Since the S&P 500 (SNPINDEX: ^GSPC) reached its all-time closing high on Feb. 19, the ageless Dow Jones Industrial Average (DJINDICES: ^DJI), benchmark S&P 500, and growth-centric Nasdaq Composite (NASDAQINDEX: ^IXIC) have plunged by 15.6%, 18.9%, and 23.9%, respectively, through April 8. Both the Dow and S&P 500 are firmly in correction territory, with the Nasdaq mired in its first bear market since 2022.

When emotions rule the roost on Wall Street, investors often look to historical events and correlative data points for clues as to where the bottom might be, or which direction stocks will head next. Though there isn't a one-size-fits-all indicator that can predict the future with any concrete guarantee, there are a very small number of metrics and events that have strongly correlated with directional moves (higher or lower) in the Dow Jones, S&P 500, and Nasdaq Composite throughout history.

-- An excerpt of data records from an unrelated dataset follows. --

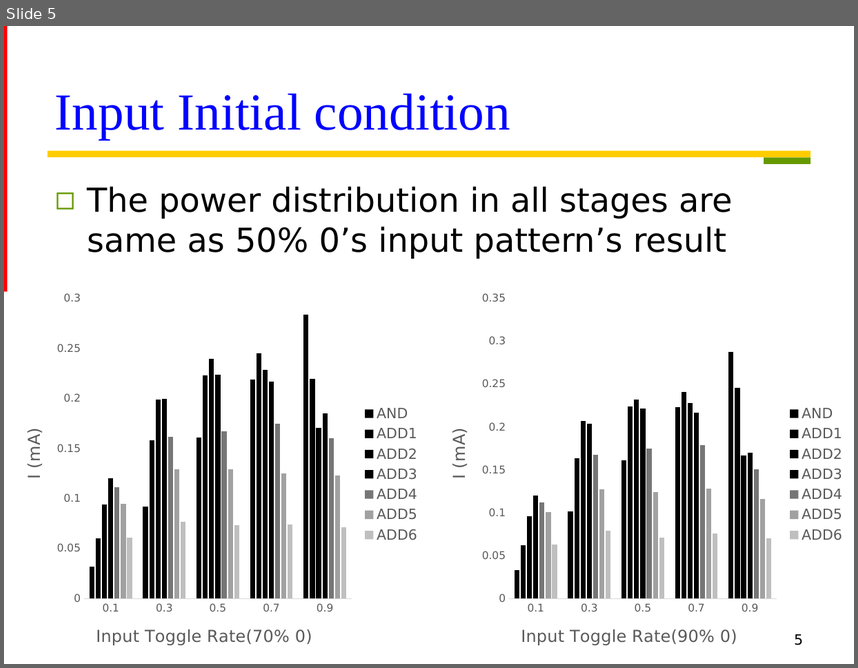
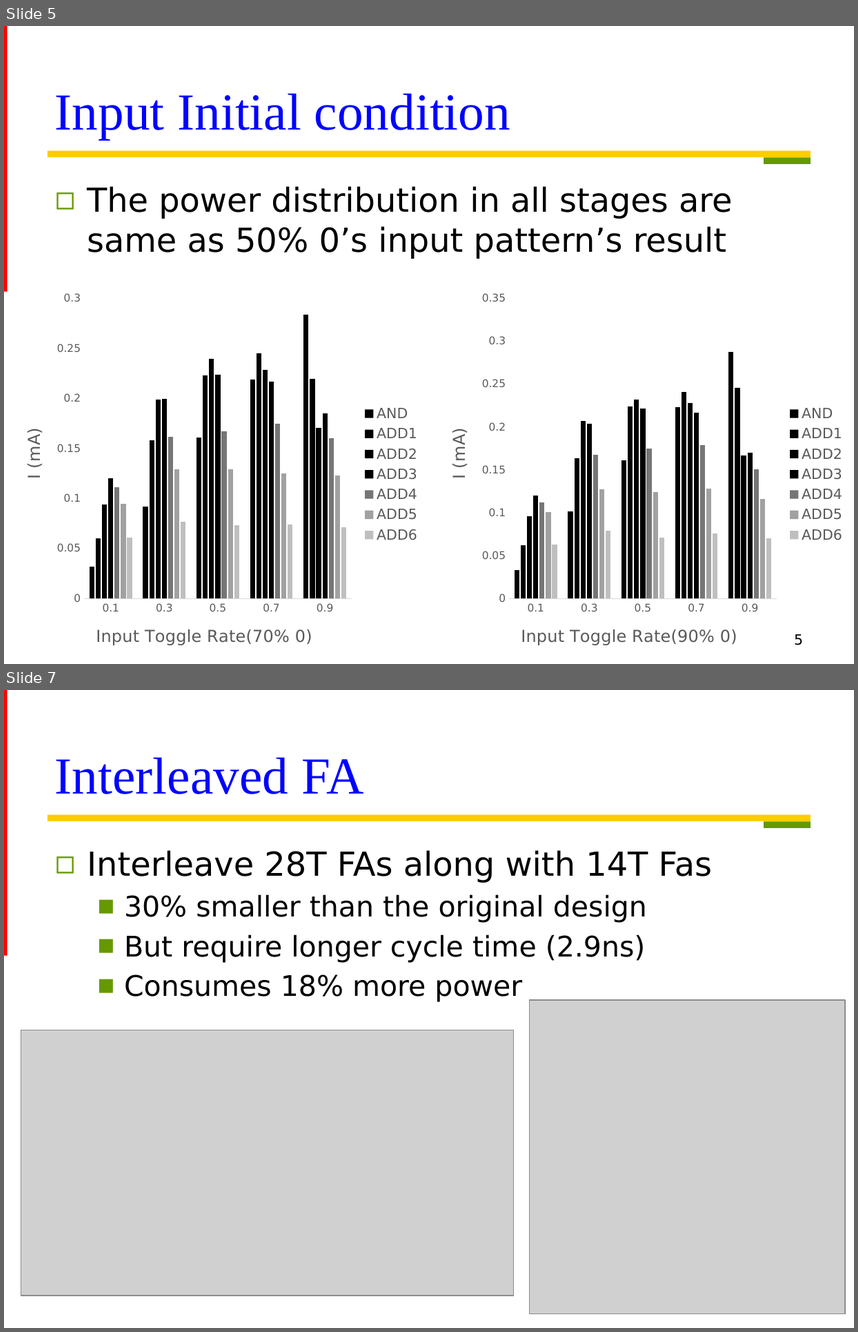
Before and after one commit to Oniontow/TTLiu_Project, a slide deck: tree/new_wood.pptx. Shown one above the other, each under a label of ours: slide 5 before the commit, slides 5 and 7 after it; the slides between them are not shown. The pictures are 858x668 and 858x1332 pixels, drawn with LibreOffice and Linux fonts; fonts in the diff are those of the drawing; grey boxes stand for pictures. Boxes give left, top, right and bottom in pixels: in the first picture for what was removed or moved away, otherwise in the second. Text is boxed around its words. In the diff, an @@ line names an element or a change of style, - is before the commit and + after.

```diff
--- a/tree/new_wood.pptx
+++ b/tree/new_wood.pptx
@@ slide 7 added at (4, 690, 854, 1328), background #FFFFFF; not listed: 3 template elements that a slide beside it also shows @@
@@ title added at (55, 757, 364, 794), 44 pt, text #0000FF @@
+Interleaved FA
@@ text added at (87, 850, 712, 1002), 24 pt, text #000000 @@
+◻ Interleave 28T FAs along with 14T Fas
+  ■ 30% smaller than the original design
+  ■ But require longer cycle time (2.9ns)
+  ■ Consumes 18% more power
@@ picture added at (529, 1000, 844, 1314) @@
@@ picture added at (21, 1030, 514, 1295) @@
```
Also in this commit, not shown: 3 slides changed, 9 other slides added, 3 other files.

Last week's closing value for Wall Street's CBOE S&P 500 Volatility Index (VOLATILITYINDICES: ^VIX) (commonly known as the "VIX") provided one such example of a data point that's forecast the future with 100% accuracy over the last 35 years.

A volatile candlestick stock chart displayed on a computer monitor that's plunging then rapidly rebounding.
Image source: Getty Images.

Two reasons the stock market has crashed

It's one thing for the stock market to correct lower or enter a bear market in an orderly fashion. This is more or less what investors witnessed with stocks declining during the fourth quarter of 2018 and through the first nine months of 2022. But it's an entirely different scenario when the proverbial elevator is used to move stocks lower.

Between April 3 and April 4, the broad-based S&P 500 lost 10.5% of its value. Meanwhile, the Dow Jones Industrial Average has lost in excess of 10% (4,580 points) spanning just four trading sessions (April 3 through April 8). What we're witnessing in the stock market is very much the definition of a crash, and it's been precipitated by two factors.

For starters, there's clear concern about President Donald Trump's sweeping tariff policy, which he labeled as "Liberation Day" for America. On April 2, the president unveiled a global 10% tariff, along with a host of higher "reciprocal tariffs" on select countries that continually run adverse trade imbalances with the U.S.

Instituting tariffs, which are an added tax on imported or exported goods, runs the risk of inciting a trade war with China and/or worsening trade relations with America's allies. The lack of differentiation between input and output tariffs also risks reigniting inflation and slowing or reversing economic growth. An April 3rd update from the Federal Reserve Bank of Atlanta's GDPNow model is calling for U.S. gross domestic product (GDP) to contract by 2.8% in the first quarter.